▶ PROVIDED RECORDS:

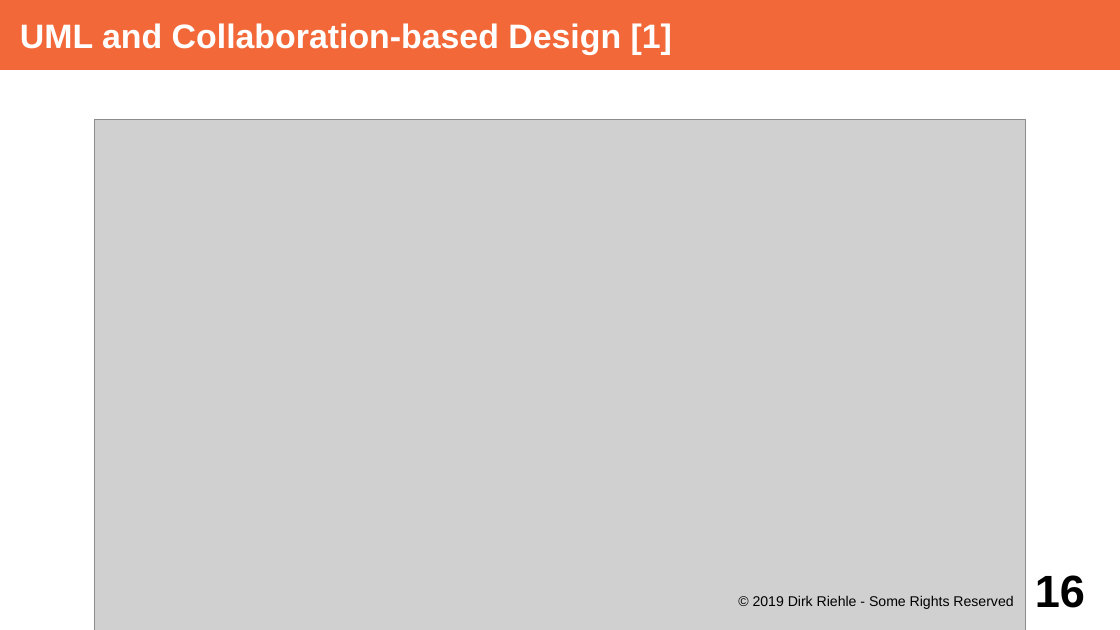
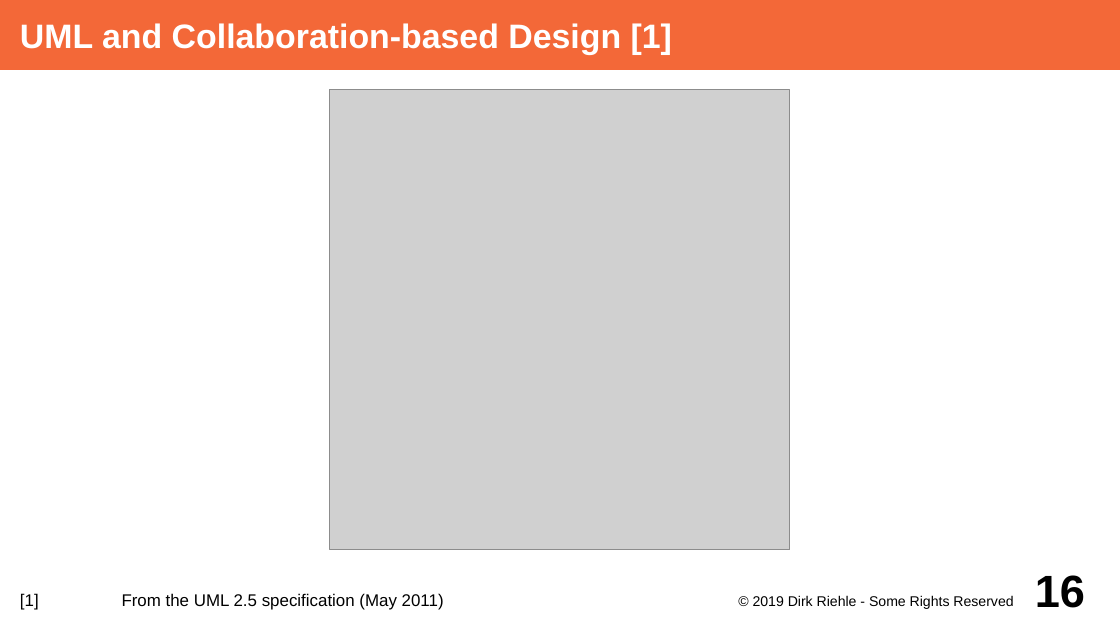
Before and after one commit to dirkriehle/adap-course, a slide deck: slide 16 of Lecture Slides/ADAP C11 - Collaboration-Based Design.odp. Drawn at 1120x630 pixels with LibreOffice and Linux fonts; fonts in the diff are those of the drawing; grey boxes stand for pictures. Boxes give left, top, right and bottom in pixels: in the first picture for what was removed or moved away, otherwise in the second. Text is boxed around its words. In the diff, an @@ line names an element or a change of style, - is before the commit and + after.

```diff
--- a/Lecture Slides/ADAP C11 - Collaboration-Based Design.odp
+++ b/Lecture Slides/ADAP C11 - Collaboration-Based Design.odp
@@ picture: place and size @@
-picture at (95, 120, 1026, 630)
+picture at (330, 90, 791, 551)
@@ text added at (20, 593, 444, 610), 12 pt, text #000000 @@
+[1] From the UML 2.5 specification (May 2011)
```
Also in this commit, not shown: 23 other slides changed, 38 other files.
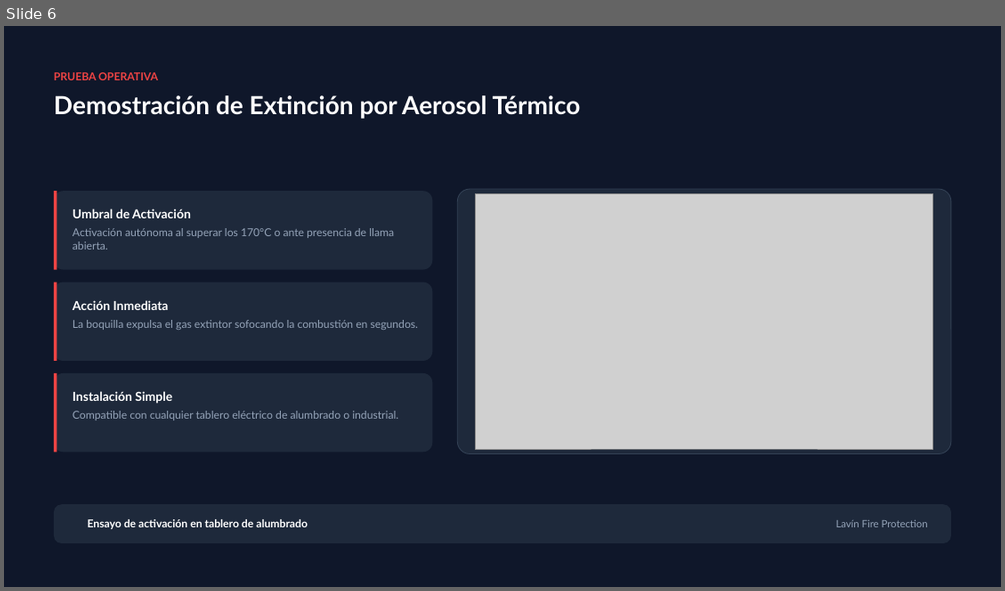
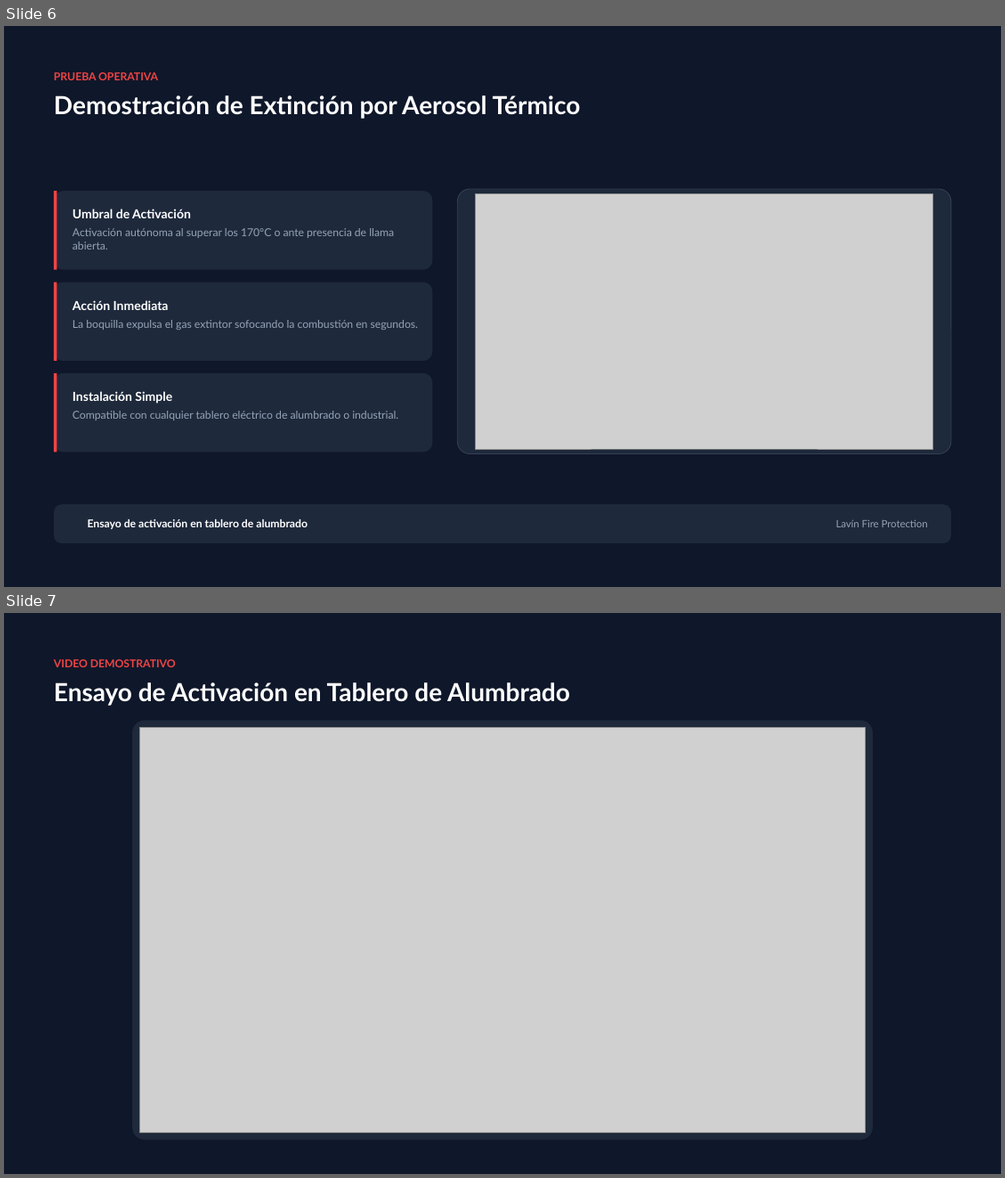
Before and after one commit to SHAWONDER3301/librecut, a slide deck: Presentacion_Extintor_con_Video.pptx. Shown one above the other, each under a label of ours: slide 6 before the commit, slides 6 and 7 after it. The pictures are 1005x591 and 1005x1178 pixels, drawn with LibreOffice and Linux fonts; fonts in the diff are those of the drawing; grey boxes stand for pictures; background and template pictures are left out. Boxes give left, top, right and bottom in pixels: in the first picture for what was removed or moved away, otherwise in the second. Text is boxed around its words. In the diff, an @@ line names an element or a change of style, - is before the commit and + after.

```diff
--- a/Presentacion_Extintor_con_Video.pptx
+++ b/Presentacion_Extintor_con_Video.pptx
@@ slide 7 added at bbox=[4, 613, 1001, 1174], background #0F172A @@
@@ text added at bbox=[54, 659, 176, 667], 10.5 pt, text #EF4444, bold @@
+VIDEO DEMOSTRATIVO
@@ text added at bbox=[54, 682, 570, 706], 24 pt, text #FFFFFF, bold @@
+Ensayo de Activación en Tablero de Alumbrado
@@ rounded rectangle added at bbox=[132, 720, 872, 1140], fill #1E293B @@
@@ picture added at bbox=[139, 728, 866, 1132] @@
```
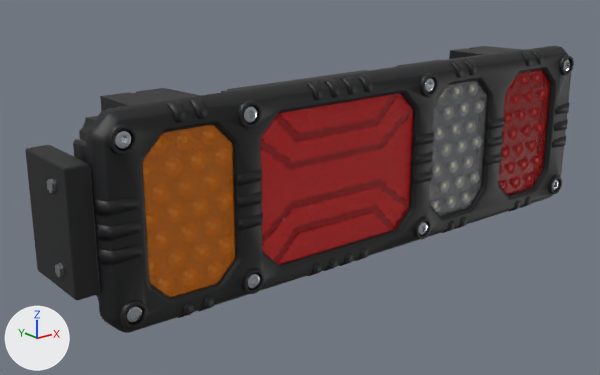
An edit to the glTF model src/assets/models/lamp-lzd2854.glb, drawn before and after from the same camera.
Before and after are seen from a 50 mm lens placed at (-0.414, -0.487, 0.167), pointed at (-0.03, -0.006, -0.026). The axes (+X, +Y, +Z) are drawn at lower left. The lights are the same throughout. The first picture is the older version.

Before the edit, the objects in view are built like this:
```python
me_mesh_0 = bpy.data.meshes.new('Mesh_0')
me_mesh_0.from_pydata(...)  # 24838 vertices, 40511 faces; spans x -0.225..0.225, y -0.074..0.049, z -0.069..0.069
# faces by material slot: [34998, 1760, 1558, 1399, 300, 496]
me_mesh_0.materials.append(mat_housing)
me_mesh_0.materials.append(mat_stainless)  # light grey #c9ced3
me_mesh_0.materials.append(mat_zinc)  # grey #a9aeb3
me_mesh_0.materials.append(mat_housinggloss)  # black #121315
me_mesh_0.materials.append(mat_rubber)
me_mesh_0.materials.append(mat_cable)  # black #101113
me_mesh_1 = bpy.data.meshes.new('Mesh_1')
me_mesh_1.from_pydata(...)  # 120 vertices, 228 faces; spans x -0.2428..-0.2246, y -0.062..-0.004, z -0.04..0.04
# faces by material slot: [188, 40]
me_mesh_1.materials.append(mat_housing)
me_mesh_1.materials.append(mat_zinc)  # grey #a9aeb3
me_mesh_8 = bpy.data.meshes.new('Mesh_8')
me_mesh_8.from_pydata(...)  # 64 vertices, 112 faces; spans x -0.2..0.2, y -0.067..-0.065, z -0.056..0.056
# faces by material slot: [28, 56, 28]
me_mesh_8.materials.append(mat_lens_amber_cad)
me_mesh_8.materials.append(mat_lens_red_cad)
me_mesh_8.materials.append(mat_lens_clear_cad)
ob_body = bpy.data.objects.new('BODY', me_mesh_0)
ob_body.location = (0.0, 0.0, 0.0)
ob_bracket = bpy.data.objects.new('BRACKET', me_mesh_1)
ob_bracket.location = (0.0, 0.0, 0.0)
ob_lens = bpy.data.objects.new('LENS', me_mesh_8)
ob_lens.location = (0.0, 0.0, 0.0)
```
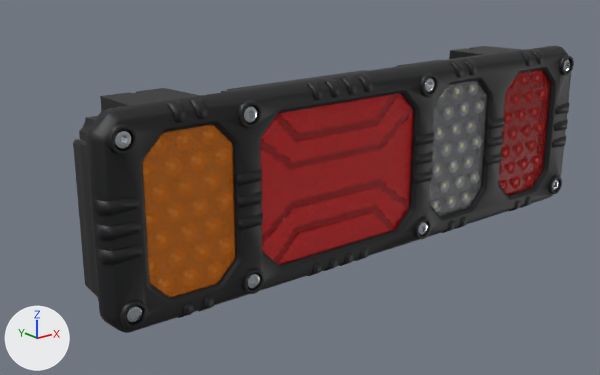
Pixel boxes [x1, y1, x2, y2] of what changed, in the pictures (600 x 375 px):
'BRACKET', deleted: before [25, 145, 100, 300]
    faces in mat_housing: [25, 145, 100, 300]
    faces in mat_zinc (grey #a9aeb3): [47, 178, 64, 277]

Edits to the bpy script that builds the scene:
```text
Remove ob_bracket:
    ob_bracket = bpy.data.objects.new('BRACKET', me_mesh_1)
    ob_bracket.location = (0.0, 0.0, 0.0)
```

▶ WHAT THE TASK REQUIRES:
Copy every line above exactly; images stay out.

▶ REPLY TO THE TASK:
Before and after one commit to dirkriehle/adap-course, a slide deck: slide 16 of Lecture Slides/ADAP C11 - Collaboration-Based Design.odp. Drawn at 1120x630 pixels with LibreOffice and Linux fonts; fonts in the diff are those of the drawing; grey boxes stand for pictures. Boxes give left, top, right and bottom in pixels: in the first picture for what was removed or moved away, otherwise in the second. Text is boxed around its words. In the diff, an @@ line names an element or a change of style, - is before the commit and + after.

```diff
--- a/Lecture Slides/ADAP C11 - Collaboration-Based Design.odp
+++ b/Lecture Slides/ADAP C11 - Collaboration-Based Design.odp
@@ picture: place and size @@
-picture at (95, 120, 1026, 630)
+picture at (330, 90, 791, 551)
@@ text added at (20, 593, 444, 610), 12 pt, text #000000 @@
+[1] From the UML 2.5 specification (May 2011)
```
Also in this commit, not shown: 23 other slides changed, 38 other files.
Before and after one commit to SHAWONDER3301/librecut, a slide deck: Presentacion_Extintor_con_Video.pptx. Shown one above the other, each under a label of ours: slide 6 before the commit, slides 6 and 7 after it. The pictures are 1005x591 and 1005x1178 pixels, drawn with LibreOffice and Linux fonts; fonts in the diff are those of the drawing; grey boxes stand for pictures; background and template pictures are left out. Boxes give left, top, right and bottom in pixels: in the first picture for what was removed or moved away, otherwise in the second. Text is boxed around its words. In the diff, an @@ line names an element or a change of style, - is before the commit and + after.

```diff
--- a/Presentacion_Extintor_con_Video.pptx
+++ b/Presentacion_Extintor_con_Video.pptx
@@ slide 7 added at bbox=[4, 613, 1001, 1174], background #0F172A @@
@@ text added at bbox=[54, 659, 176, 667], 10.5 pt, text #EF4444, bold @@
+VIDEO DEMOSTRATIVO
@@ text added at bbox=[54, 682, 570, 706], 24 pt, text #FFFFFF, bold @@
+Ensayo de Activación en Tablero de Alumbrado
@@ rounded rectangle added at bbox=[132, 720, 872, 1140], fill #1E293B @@
@@ picture added at bbox=[139, 728, 866, 1132] @@
```
An edit to the glTF model src/assets/models/lamp-lzd2854.glb, drawn before and after from the same camera.
Before and after are seen from a 50 mm lens placed at (-0.414, -0.487, 0.167), pointed at (-0.03, -0.006, -0.026). The axes (+X, +Y, +Z) are drawn at lower left. The lights are the same throughout. The first picture is the older version.

Before the edit, the objects in view are built like this:
```python
me_mesh_0 = bpy.data.meshes.new('Mesh_0')
me_mesh_0.from_pydata(...)  # 24838 vertices, 40511 faces; spans x -0.225..0.225, y -0.074..0.049, z -0.069..0.069
# faces by material slot: [34998, 1760, 1558, 1399, 300, 496]
me_mesh_0.materials.append(mat_housing)
me_mesh_0.materials.append(mat_stainless)  # light grey #c9ced3
me_mesh_0.materials.append(mat_zinc)  # grey #a9aeb3
me_mesh_0.materials.append(mat_housinggloss)  # black #121315
me_mesh_0.materials.append(mat_rubber)
me_mesh_0.materials.append(mat_cable)  # black #101113
me_mesh_1 = bpy.data.meshes.new('Mesh_1')
me_mesh_1.from_pydata(...)  # 120 vertices, 228 faces; spans x -0.2428..-0.2246, y -0.062..-0.004, z -0.04..0.04
# faces by material slot: [188, 40]
me_mesh_1.materials.append(mat_housing)
me_mesh_1.materials.append(mat_zinc)  # grey #a9aeb3
me_mesh_8 = bpy.data.meshes.new('Mesh_8')
me_mesh_8.from_pydata(...)  # 64 vertices, 112 faces; spans x -0.2..0.2, y -0.067..-0.065, z -0.056..0.056
# faces by material slot: [28, 56, 28]
me_mesh_8.materials.append(mat_lens_amber_cad)
me_mesh_8.materials.append(mat_lens_red_cad)
me_mesh_8.materials.append(mat_lens_clear_cad)
ob_body = bpy.data.objects.new('BODY', me_mesh_0)
ob_body.location = (0.0, 0.0, 0.0)
ob_bracket = bpy.data.objects.new('BRACKET', me_mesh_1)
ob_bracket.location = (0.0, 0.0, 0.0)
ob_lens = bpy.data.objects.new('LENS', me_mesh_8)
ob_lens.location = (0.0, 0.0, 0.0)
```
Pixel boxes [x1, y1, x2, y2] of what changed, in the pictures (600 x 375 px):
'BRACKET', deleted: before [25, 145, 100, 300]
    faces in mat_housing: [25, 145, 100, 300]
    faces in mat_zinc (grey #a9aeb3): [47, 178, 64, 277]

Edits to the bpy script that builds the scene:
```text
Remove ob_bracket:
    ob_bracket = bpy.data.objects.new('BRACKET', me_mesh_1)
    ob_bracket.location = (0.0, 0.0, 0.0)
```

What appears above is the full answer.